■ **THE PROBLEM**:
For each entry below, copy the text exactly and leave out any picture.

╭──

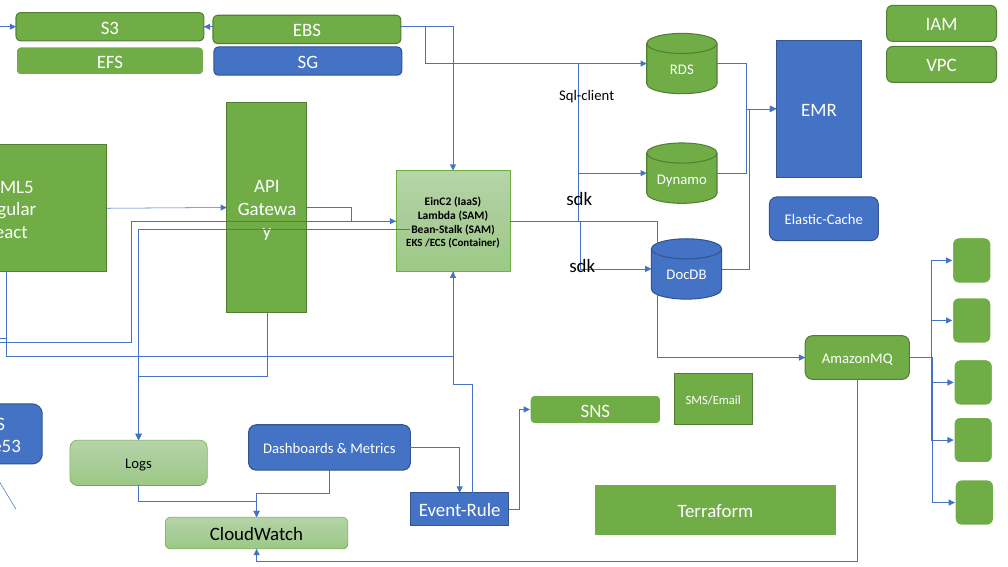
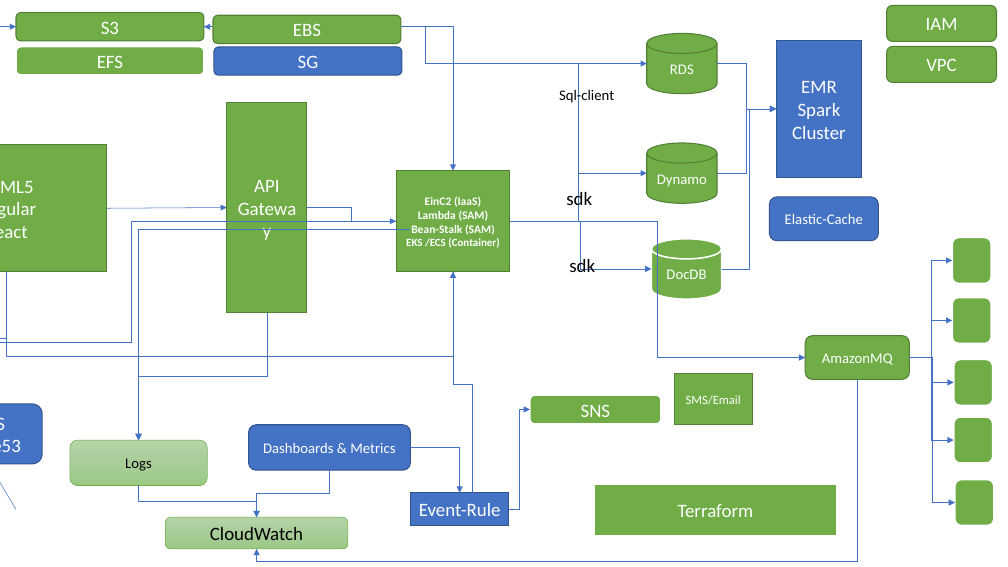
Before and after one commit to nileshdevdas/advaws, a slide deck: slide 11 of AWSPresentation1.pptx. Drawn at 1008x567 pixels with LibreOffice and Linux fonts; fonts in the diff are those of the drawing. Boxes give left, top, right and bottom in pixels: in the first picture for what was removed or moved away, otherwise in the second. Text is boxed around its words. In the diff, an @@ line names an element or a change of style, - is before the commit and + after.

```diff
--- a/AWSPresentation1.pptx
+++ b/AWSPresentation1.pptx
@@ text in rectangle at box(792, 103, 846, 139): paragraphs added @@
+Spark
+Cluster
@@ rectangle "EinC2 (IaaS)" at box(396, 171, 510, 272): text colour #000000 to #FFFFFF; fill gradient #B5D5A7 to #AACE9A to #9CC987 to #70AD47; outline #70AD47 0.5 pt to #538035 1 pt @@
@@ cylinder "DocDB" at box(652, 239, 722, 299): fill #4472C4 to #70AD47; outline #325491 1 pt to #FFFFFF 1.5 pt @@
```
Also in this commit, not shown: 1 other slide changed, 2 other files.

╰──

■ **SOLUTION TO THE EXERCISE**:
Before and after one commit to nileshdevdas/advaws, a slide deck: slide 11 of AWSPresentation1.pptx. Drawn at 1008x567 pixels with LibreOffice and Linux fonts; fonts in the diff are those of the drawing. Boxes give left, top, right and bottom in pixels: in the first picture for what was removed or moved away, otherwise in the second. Text is boxed around its words. In the diff, an @@ line names an element or a change of style, - is before the commit and + after.

```diff
--- a/AWSPresentation1.pptx
+++ b/AWSPresentation1.pptx
@@ text in rectangle at box(792, 103, 846, 139): paragraphs added @@
+Spark
+Cluster
@@ rectangle "EinC2 (IaaS)" at box(396, 171, 510, 272): text colour #000000 to #FFFFFF; fill gradient #B5D5A7 to #AACE9A to #9CC987 to #70AD47; outline #70AD47 0.5 pt to #538035 1 pt @@
@@ cylinder "DocDB" at box(652, 239, 722, 299): fill #4472C4 to #70AD47; outline #325491 1 pt to #FFFFFF 1.5 pt @@
```
Also in this commit, not shown: 1 other slide changed, 2 other files.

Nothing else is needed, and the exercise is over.